Amana isn't too far from Iowa City if you need a hotel room.

I'll put it on my calendar. Should be able to make it over to the show.


----------



## mramseyISU (Mar 3, 2014)

I like that time of year a lot better than the Spring. I don't have baseball conflicts.


----------



## atogrf1 (Dec 6, 2011)

When I went last time, I just stayed in Cedar Rapids. It was only about 20 minutes away and a nice ride in. I plan on doing the same, personally.


----------



## KelleyCrafts (May 17, 2016)

> When I went last time, I just stayed in Cedar Rapids. It was only about 20 minutes away and a nice ride in. I plan on doing the same, personally.
> 
> - atogrf1


Cedar Rapids is where I was looking for a hotel and it was almost all sold out already for those dates. Just a heads up.


----------



## mramseyISU (Mar 3, 2014)

> When I went last time, I just stayed in Cedar Rapids. It was only about 20 minutes away and a nice ride in. I plan on doing the same, personally.
> 
> - atogrf1
> 
> ...


There is a Hawkeye Football game that weekend in Iowa City. The hotels in the area are probably booked up for that already. You might need to expand your search radius. Waterloo is an hour north and has an airport of your flying in (also home to the free John Deere Tractor and Engine Museum) or the Quad Cities are about an hour to the East. There isn't a whole lot of anything to the West or South within an hours drive.


----------



## atogrf1 (Dec 6, 2011)

I just booked a hotel in Coralsville, IA. It's not a 5-star hotel of course, but I only need a place to sleep and shower for one night anyway.


----------



## JayT (May 6, 2012)

> When I went last time, I just stayed in Cedar Rapids. It was only about 20 minutes away and a nice ride in. I plan on doing the same, personally.
> 
> - atogrf1
> 
> ...


What sites were you looking on? If you go direct to the hotel websites, most will only let you go out a year. That means they haven't released rooms to places like Expedia, yet, so those sites are showing no availability. Just to be sure, I checked Omaha and almost all the chain hotels are saying "Sold Out" for that same weekend. There's no way everything in Omaha is booked over a year in advance. I'd be willing to bet that come September, there will be hotels showing available rooms for 2020. That's when I'm going to check.
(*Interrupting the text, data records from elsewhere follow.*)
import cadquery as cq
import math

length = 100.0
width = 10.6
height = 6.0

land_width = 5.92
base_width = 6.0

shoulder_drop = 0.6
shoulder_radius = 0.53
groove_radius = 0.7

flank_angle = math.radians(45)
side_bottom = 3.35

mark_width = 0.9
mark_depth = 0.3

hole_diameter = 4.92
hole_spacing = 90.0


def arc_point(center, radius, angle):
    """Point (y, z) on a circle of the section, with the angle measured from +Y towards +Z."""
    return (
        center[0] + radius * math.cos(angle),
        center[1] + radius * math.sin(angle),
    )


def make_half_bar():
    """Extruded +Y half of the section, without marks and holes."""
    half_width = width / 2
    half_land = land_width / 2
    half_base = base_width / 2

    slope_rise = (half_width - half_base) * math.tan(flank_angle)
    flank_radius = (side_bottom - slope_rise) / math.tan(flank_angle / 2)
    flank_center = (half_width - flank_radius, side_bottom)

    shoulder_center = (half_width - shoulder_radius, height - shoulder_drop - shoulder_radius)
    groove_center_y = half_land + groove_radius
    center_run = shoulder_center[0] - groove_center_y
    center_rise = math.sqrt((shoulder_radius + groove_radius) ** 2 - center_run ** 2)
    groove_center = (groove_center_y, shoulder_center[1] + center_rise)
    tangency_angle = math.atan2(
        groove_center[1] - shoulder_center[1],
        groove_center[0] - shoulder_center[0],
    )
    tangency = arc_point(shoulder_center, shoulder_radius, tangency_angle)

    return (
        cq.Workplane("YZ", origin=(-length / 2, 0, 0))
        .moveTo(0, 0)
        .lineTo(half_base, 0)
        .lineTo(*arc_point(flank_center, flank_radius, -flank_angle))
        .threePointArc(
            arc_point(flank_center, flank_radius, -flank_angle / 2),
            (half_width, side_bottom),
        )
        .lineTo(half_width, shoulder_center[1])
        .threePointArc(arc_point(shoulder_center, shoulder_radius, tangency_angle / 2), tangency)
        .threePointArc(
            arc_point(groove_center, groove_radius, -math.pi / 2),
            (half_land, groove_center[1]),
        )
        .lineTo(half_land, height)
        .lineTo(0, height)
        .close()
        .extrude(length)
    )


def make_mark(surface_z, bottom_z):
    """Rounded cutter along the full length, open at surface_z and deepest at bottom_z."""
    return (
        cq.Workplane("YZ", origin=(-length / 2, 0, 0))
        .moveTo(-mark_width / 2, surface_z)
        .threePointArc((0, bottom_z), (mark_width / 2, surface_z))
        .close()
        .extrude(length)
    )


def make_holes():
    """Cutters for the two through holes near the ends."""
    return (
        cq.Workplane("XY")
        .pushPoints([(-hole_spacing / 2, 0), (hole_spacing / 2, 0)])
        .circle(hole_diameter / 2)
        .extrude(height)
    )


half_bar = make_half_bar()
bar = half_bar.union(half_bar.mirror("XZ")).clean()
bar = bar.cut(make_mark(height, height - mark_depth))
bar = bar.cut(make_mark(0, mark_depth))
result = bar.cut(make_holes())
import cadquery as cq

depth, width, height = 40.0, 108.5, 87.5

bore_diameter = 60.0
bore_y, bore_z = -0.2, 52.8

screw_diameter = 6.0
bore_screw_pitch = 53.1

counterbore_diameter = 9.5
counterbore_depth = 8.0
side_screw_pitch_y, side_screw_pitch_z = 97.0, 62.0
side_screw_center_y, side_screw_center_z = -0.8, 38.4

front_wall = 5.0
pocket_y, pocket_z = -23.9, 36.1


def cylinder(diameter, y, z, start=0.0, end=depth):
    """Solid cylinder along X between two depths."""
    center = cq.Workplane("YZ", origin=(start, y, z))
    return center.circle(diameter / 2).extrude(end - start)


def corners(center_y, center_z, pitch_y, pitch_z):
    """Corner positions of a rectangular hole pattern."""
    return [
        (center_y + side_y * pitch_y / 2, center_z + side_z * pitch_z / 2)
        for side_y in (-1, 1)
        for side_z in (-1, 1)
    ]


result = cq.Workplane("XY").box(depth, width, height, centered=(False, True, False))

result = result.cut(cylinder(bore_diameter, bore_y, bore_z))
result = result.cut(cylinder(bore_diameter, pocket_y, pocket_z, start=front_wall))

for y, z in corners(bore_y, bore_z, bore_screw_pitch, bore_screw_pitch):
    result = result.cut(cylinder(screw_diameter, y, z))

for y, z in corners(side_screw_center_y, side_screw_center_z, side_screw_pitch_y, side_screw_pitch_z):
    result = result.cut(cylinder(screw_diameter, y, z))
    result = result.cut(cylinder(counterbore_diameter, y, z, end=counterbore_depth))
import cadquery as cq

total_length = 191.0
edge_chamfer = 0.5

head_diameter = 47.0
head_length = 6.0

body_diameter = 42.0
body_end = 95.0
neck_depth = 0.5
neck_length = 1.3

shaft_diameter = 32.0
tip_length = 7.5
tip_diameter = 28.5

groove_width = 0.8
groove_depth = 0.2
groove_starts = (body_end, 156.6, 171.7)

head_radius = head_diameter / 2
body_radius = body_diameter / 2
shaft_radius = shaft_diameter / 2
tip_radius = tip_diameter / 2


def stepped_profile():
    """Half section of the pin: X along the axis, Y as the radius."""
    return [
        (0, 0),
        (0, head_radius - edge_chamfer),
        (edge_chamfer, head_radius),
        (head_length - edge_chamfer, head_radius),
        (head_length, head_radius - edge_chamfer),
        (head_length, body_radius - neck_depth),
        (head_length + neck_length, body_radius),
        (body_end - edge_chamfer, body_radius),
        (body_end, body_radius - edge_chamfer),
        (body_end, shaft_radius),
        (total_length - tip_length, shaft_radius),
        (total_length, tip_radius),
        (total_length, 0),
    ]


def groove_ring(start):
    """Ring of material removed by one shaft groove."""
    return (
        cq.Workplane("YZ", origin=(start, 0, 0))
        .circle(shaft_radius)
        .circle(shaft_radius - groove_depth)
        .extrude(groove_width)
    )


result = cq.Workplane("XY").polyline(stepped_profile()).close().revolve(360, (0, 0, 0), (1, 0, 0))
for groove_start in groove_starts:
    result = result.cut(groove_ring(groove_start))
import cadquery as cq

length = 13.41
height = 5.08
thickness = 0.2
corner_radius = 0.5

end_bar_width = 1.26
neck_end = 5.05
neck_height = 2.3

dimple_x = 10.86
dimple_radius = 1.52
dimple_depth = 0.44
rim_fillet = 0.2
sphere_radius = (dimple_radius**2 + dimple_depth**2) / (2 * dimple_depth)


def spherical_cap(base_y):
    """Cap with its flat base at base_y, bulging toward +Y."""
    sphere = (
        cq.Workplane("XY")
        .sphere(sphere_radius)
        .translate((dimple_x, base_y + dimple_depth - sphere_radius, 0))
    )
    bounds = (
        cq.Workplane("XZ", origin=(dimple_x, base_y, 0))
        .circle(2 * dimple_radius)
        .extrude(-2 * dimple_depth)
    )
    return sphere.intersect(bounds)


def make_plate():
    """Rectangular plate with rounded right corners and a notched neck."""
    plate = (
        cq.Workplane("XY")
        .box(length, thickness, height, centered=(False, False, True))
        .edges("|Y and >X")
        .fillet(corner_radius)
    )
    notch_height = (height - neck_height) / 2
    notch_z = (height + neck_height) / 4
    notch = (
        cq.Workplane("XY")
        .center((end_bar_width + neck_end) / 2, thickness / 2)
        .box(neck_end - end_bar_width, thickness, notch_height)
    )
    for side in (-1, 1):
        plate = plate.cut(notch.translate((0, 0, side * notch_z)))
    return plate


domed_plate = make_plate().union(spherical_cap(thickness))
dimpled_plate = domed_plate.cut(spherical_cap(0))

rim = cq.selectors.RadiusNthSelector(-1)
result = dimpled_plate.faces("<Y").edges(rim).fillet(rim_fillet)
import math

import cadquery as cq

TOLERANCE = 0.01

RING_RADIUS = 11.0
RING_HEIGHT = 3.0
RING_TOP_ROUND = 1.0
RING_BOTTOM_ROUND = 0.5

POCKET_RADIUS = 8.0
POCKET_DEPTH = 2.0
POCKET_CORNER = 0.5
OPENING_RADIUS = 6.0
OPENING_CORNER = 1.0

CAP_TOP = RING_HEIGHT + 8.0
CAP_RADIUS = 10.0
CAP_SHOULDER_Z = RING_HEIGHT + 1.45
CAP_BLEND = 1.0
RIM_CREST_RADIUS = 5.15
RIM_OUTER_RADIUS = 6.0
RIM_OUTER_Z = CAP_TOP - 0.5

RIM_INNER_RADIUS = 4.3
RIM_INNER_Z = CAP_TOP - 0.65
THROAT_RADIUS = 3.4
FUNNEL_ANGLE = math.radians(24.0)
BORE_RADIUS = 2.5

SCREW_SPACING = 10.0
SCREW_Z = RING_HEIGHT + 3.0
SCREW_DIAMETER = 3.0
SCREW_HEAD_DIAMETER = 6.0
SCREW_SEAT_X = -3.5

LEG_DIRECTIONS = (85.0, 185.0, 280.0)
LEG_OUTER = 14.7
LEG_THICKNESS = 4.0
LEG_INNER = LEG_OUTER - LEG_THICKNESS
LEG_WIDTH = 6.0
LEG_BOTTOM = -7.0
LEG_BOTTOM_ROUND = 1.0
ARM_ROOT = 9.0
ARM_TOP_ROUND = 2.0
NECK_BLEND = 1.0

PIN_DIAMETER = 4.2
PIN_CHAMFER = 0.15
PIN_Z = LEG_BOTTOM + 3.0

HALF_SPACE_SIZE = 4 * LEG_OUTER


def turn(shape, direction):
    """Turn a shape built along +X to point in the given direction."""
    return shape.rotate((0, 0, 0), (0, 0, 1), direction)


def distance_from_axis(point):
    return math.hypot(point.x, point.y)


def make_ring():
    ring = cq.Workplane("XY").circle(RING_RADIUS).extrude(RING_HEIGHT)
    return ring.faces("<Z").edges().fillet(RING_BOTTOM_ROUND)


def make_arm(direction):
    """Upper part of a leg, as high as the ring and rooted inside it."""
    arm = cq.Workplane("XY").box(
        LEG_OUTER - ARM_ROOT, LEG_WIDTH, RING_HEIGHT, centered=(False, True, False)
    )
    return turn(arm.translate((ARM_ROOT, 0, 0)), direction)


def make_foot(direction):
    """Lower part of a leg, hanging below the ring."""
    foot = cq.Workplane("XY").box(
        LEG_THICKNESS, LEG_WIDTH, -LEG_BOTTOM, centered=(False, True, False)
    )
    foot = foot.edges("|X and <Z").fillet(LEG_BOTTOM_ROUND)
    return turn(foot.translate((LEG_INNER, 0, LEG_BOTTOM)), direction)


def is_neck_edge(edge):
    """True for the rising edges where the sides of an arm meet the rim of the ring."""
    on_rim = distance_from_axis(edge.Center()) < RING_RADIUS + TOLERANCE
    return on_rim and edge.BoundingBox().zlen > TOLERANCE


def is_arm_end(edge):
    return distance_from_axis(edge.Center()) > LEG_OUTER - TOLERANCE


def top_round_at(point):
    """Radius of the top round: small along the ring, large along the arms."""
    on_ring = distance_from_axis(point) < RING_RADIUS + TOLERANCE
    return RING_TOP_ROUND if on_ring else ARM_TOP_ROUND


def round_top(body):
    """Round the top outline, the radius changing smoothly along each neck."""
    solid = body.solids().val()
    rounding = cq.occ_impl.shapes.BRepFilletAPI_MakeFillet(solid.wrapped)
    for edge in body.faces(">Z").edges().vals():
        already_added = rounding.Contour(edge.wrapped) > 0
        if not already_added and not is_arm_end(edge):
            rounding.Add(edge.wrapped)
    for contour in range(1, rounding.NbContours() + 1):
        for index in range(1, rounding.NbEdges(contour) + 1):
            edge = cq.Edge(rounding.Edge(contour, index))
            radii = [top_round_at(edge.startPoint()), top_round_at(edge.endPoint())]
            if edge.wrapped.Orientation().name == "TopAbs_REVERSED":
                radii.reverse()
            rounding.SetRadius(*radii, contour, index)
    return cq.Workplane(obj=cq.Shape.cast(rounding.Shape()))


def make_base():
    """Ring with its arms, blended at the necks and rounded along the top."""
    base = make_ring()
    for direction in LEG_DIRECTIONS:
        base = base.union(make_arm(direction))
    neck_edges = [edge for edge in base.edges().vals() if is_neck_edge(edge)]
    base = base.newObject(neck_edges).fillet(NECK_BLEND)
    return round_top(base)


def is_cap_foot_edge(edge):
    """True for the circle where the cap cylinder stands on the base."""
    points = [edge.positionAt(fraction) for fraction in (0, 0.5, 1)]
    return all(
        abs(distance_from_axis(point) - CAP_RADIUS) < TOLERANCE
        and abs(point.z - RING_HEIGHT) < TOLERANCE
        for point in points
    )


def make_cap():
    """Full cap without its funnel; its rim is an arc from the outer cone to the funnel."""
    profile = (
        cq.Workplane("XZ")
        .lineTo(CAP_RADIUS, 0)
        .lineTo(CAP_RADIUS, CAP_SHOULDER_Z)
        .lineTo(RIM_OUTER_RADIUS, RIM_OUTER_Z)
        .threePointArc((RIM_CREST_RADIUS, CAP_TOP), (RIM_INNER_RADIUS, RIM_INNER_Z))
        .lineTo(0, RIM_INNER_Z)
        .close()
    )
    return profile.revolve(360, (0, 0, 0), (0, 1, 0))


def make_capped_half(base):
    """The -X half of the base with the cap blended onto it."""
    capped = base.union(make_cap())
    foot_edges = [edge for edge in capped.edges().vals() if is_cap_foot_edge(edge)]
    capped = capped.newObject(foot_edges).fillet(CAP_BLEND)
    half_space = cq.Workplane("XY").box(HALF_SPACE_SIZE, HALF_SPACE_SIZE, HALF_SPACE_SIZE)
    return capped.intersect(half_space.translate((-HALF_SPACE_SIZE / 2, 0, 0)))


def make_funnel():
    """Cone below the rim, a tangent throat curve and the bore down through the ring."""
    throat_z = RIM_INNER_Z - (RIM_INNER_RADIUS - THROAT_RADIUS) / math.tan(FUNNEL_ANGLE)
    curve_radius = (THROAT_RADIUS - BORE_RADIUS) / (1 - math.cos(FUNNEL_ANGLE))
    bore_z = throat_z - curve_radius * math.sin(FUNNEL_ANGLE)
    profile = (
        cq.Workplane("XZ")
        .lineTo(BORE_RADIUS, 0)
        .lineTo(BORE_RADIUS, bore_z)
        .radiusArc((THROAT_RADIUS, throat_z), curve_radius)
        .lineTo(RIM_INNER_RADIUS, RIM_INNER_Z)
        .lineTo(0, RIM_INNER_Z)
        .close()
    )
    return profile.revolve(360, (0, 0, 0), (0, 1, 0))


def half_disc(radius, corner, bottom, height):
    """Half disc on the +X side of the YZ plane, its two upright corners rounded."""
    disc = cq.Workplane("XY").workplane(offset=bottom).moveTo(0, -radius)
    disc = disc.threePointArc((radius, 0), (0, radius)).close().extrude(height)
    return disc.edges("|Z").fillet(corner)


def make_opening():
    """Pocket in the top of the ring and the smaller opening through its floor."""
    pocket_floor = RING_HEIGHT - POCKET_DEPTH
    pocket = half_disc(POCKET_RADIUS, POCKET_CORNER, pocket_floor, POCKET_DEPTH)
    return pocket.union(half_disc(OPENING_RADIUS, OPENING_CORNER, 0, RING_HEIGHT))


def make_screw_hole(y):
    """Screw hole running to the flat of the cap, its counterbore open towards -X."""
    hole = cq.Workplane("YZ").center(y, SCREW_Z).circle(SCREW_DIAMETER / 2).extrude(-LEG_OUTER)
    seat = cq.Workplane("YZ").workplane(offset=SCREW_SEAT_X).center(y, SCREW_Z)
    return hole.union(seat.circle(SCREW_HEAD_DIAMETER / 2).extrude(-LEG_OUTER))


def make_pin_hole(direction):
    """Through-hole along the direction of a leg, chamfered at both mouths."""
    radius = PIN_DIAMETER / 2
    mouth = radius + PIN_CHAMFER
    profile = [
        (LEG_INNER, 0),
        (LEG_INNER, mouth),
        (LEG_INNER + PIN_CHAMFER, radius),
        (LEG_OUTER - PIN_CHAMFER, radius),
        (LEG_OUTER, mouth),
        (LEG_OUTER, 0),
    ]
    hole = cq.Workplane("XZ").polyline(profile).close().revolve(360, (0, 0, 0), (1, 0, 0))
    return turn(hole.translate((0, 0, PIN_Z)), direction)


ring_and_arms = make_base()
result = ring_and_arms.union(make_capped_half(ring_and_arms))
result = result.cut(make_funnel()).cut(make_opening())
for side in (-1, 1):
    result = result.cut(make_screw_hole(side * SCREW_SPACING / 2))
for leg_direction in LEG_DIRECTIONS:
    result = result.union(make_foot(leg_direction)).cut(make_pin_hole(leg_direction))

When my wife and I visited the Amana Colonies, we also stayed in Cedar Rapids and that's where I'm going to look, as well.


----------



## EarlS (Dec 21, 2011)

Coralville is a suburb on the west side of IA City. Des Moines is about as far from Amana as the QC are (where I live). Cedar Rapids isn't too far way either. All told, there are a lot of hotels in that area.

For anyone that is Frank lloyd wright fan - there is an AMAZING FLW Hotel in Mason City also has great food.


----------



## atogrf1 (Dec 6, 2011)

I went onto Hotels.com and they had a few to choose from, so I grabbed a cheap one in Coralville. It says its about 20 miles away or so. Not too bad.


----------



## KelleyCrafts (May 17, 2016)

> When I went last time, I just stayed in Cedar Rapids. It was only about 20 minutes away and a nice ride in. I plan on doing the same, personally.
> 
> - atogrf1
> 
> ...


Good point JayT. That might be the reason or it's the Hawkeye football game. Either way, I found a really nice large home with a hot tub and some free range hens that I put my claim on so I'm not worried too much at this point. I would rather that than at a hotel anyway I imagine. I'm carting my wife along so we will grab groceries and probably cook a little too. Should be a nice trip. Now I wish they would post the speakers, demos, and such. I know it's over a year away but c'mon!


----------



## atogrf1 (Dec 6, 2011)

There were a TON of heavy hitters were there last time. Lost Art Press had a table, Don Williams, Roy Underhill, etc… Waaaay too many to list. It was like a literal who's-who of Woodworking. I have to admit, I was a bit star struck most of the time. Not to mention a cornucopia of IGers.


----------



## WeekendWoodworking (Apr 14, 2011)

Awesome!!!! Been to all of them!


----------



## ZacharyD (Oct 2, 2009)

Just FYI, now that we are less than a year away, the hotel booking sites are allowing reservations. I just booked a room 20 minutes away from Amana for $82 a night.


----------



## therealSteveN (Oct 29, 2016)

Wondering if those who plan these things are in collusion here. How far is it from Des Moines to Amana? Looks pretty straight line.


----------



## atogrf1 (Dec 6, 2011)

I saw that and changed my hotel from Coralsville to a much nicer one in Cedar Rapids fir about the same.


----------



## DavePolaschek (Oct 21, 2016)

Registration is now open for Handworks 2020 (scroll down - a lot).


----------



## HokieKen (Apr 14, 2015)

> Registration is now open for Handworks 2020 (scroll down - a lot).
> 
> - Dave Polaschek


Huh? Still just says "more information coming soon"?


----------



## moke (Oct 19, 2010)

I live in Cedar Rapids and have attended many Hawkeye games…...DO NOT stay in Coralville or Iowa city that Friday or Saturday. You could stay on the North side of the CR, there are many hotels in that area, very reasonably priced. I don't know the names off the top of my head, but if you are interested, I could compile a small list. Just ask or PM.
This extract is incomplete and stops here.